Opinion is divided as to when is the best time to eat it. Admiral Sir Sydney Smith, an early advocate of the Gentleman’s Relish, described it in a note as “the most delicious breakfast-table accompaniment” he had yet tasted. For Freya, in Poppy Alexander’s The 12 Days of Christmas (2021), the sight of pots of it in a delicatessen reminded her of afternoons sitting in the cosy cottage kitchen in front of the Aga with her mother, “having round after round of hot buttered toast with the salty, anchovy paste scraped sparingly on top of the pools of melted butter”.
However, the Gentleman’s Relish came into its own as an essential component of a 19th century dinner party. Consisting of course after course of rich foods, washed down with copious amounts of alcohol, so over-facing were they that by the time the sweet course had been cleared away, the palate of even the most experienced trencherman had been beaten into submission.
Served after the dessert and before coffee, the savoury course, usually a small, incredibly salty dish, was designed to shock the gastric juices into action and, because of its salinity, encourage the diners to slake their thirst once more.

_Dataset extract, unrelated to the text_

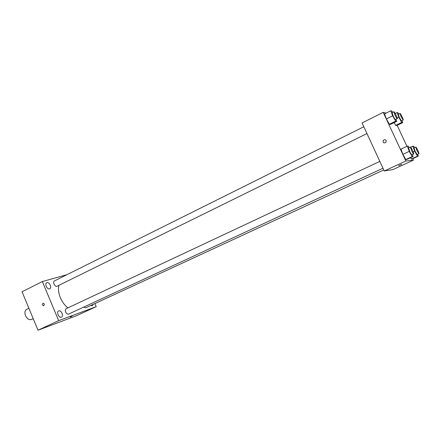 <?xml version="1.0" encoding="UTF-8"?>
<svg xmlns="http://www.w3.org/2000/svg" width="441" height="441" viewBox="0 0 441 441"><rect width="100%" height="100%" fill="white"/><g stroke="black" fill="none" stroke-linecap="round" stroke-linejoin="round"><path stroke-width="0.66" d="M28.902 308.27L26.631 309.373C24.839 310.541 24.464 312.625 25.501 315.624C27.144 318.871 29.139 320.155 31.482 319.488L33.213 318.667M94.925 303.562L96.232 306.655L76.591 315.679L38.003 330.215L22.05 291.76L42.347 281.551L66.938 274.699M46.955 282.648L46.718 282.742C44.199 283.811 47.396 290.15 49.767 288.789C52.159 287.791 49.403 281.782 46.955 282.648M58.763 310.899L58.636 310.949C56.079 311.963 59.066 318.43 61.486 317.118C63.978 316.142 61.227 309.858 58.763 310.899M90.791 305.475L92.373 305.767L93.189 304.367M96.232 306.655L58.681 320.657L38.003 330.215M72.01 316.296L70.125 317.079L72.01 316.296M58.681 320.657L42.347 281.551M44.354 304.025L43.731 305.762C42.193 305.2 41.978 304.345 43.086 303.204L44.354 304.025L43.731 305.762C42.193 305.194 41.978 304.345 43.086 303.204M66.26 308.656L66.156 308.7C65.251 309.29 65.092 310.398 65.659 312.019C66.508 313.705 67.501 314.394 68.642 314.091L383.003 168.225M83.674 307.118L85.664 307.851L383.791 169.934M54.612 280.862L54.414 280.939C52.247 281.854 55.031 287.4 57.071 286.226L366.967 133.568M58.862 285.344C58.058 289.098 58.576 293.259 60.423 297.835C62.264 302.096 64.766 305.442 67.931 307.868M412.732 158.705L413.415 160.166L393.107 169.509L384.276 170.987L362.055 122.962L383.207 112.356L386.151 113.111M413.415 160.166L405.869 161.015L384.276 170.987M399.849 165.066L401.564 164.344L399.849 165.066M396.718 125.564L395.704 125.382L394.166 122.637L395.704 125.382L396.718 125.564L402.683 122.648L401.712 122.444L398.901 117.378L397.098 112.571L398.102 112.852L398.802 114.109M406.8 159.46L405.814 159.559L402.876 154.372L400.963 149.141L402.876 154.372L405.814 159.559L406.8 159.46L413.129 156.533L412.197 156.605L409.27 151.39L407.319 146.147L408.289 146.164L409.121 147.647M397.165 125.343L406.955 146.318M405.869 161.015L383.207 112.356M412.28 158.914L411.387 159.003L410.643 157.68L411.387 159.003L412.28 158.914L418.327 156.12L417.484 156.191L414.716 151.224L412.831 146.236L413.713 146.252L414.501 147.674M390.483 124.445L389.364 124.241L386.382 118.949L384.552 113.91L386.382 118.949L389.364 124.241L390.483 124.445L396.724 121.38L395.649 121.154L392.677 115.829L390.809 110.785L391.922 111.099L392.644 112.394M386.195 140.618L385.892 142.465C383.593 143.391 382.744 142.669 383.356 140.304C384.453 139.4 385.401 139.505 386.195 140.618C385.401 139.505 384.453 139.4 383.356 140.304L383.356 140.304C382.744 142.669 383.593 143.391 385.892 142.465M401.652 164.328L398.559 165.733M395.946 119.291L396.724 121.38M393.901 111.771L392.11 112.664L393.146 115.944C394.254 118.221 395.02 119.423 395.439 119.539L397.236 118.657C397.881 118.535 394.392 111.33 393.901 111.771L394.949 115.051C396.057 117.334 396.817 118.535 397.236 118.657M395.649 121.154L389.364 124.241M392.677 115.829L386.382 118.949M390.809 110.785L384.552 113.91M401.938 120.68L402.683 122.648M400.026 113.502L398.311 114.351L399.325 117.482L401.481 120.9L403.195 120.062C403.785 119.963 400.467 113.1 400.026 113.502L401.051 116.633L403.195 120.062M401.712 122.444L395.704 125.382M398.901 117.378L397.258 118.188M397.098 112.571L395.23 113.497M412.401 154.582L413.129 156.533M410.406 147.04L408.581 147.895L409.678 151.373C410.747 153.573 411.481 154.725 411.883 154.824L413.708 153.981C414.358 153.87 410.907 146.61 410.406 147.04L411.508 150.519C412.578 152.724 413.305 153.876 413.708 153.981M412.197 156.605L405.814 159.559M409.27 151.39L402.876 154.372M407.319 146.147L400.963 149.141M417.627 154.278L418.327 156.12M415.758 147.085L414.016 147.9L415.086 151.213L417.158 154.493L418.9 153.689C419.496 153.6 416.21 146.688 415.758 147.085L416.833 150.398L418.9 153.689M417.484 156.191L411.387 159.003M414.716 151.224L413.217 151.925M412.831 146.236L410.709 147.233M54.414 280.939L363.819 126.76M379.839 161.395L66.156 308.7"/></g></svg>

The Gentleman’s Relish was the ideal savoury dish being, as Mrs Beeton rather elegantly put it in her Book of Household Management (1861), “an excellent bonne bouche which enables gentlemen at wine-parties to enjoy their port with redoubled gusto”.
The Gentleman’s Relish was also a cooking ingredient, adding a hit of umami when mixed into the mince for a Shepherd’s Pie, used as a seasoning for stews, especially lamb, melted in with soft scrambled eggs or served with baked potatoes, potato cake, or croquettes. However, for sheer indulgence Scotch Woodcock takes some beating, toasted bread buttered with a layer of the Gentleman’s Relish, topped with buttery scrambled eggs and two anchovy fillets.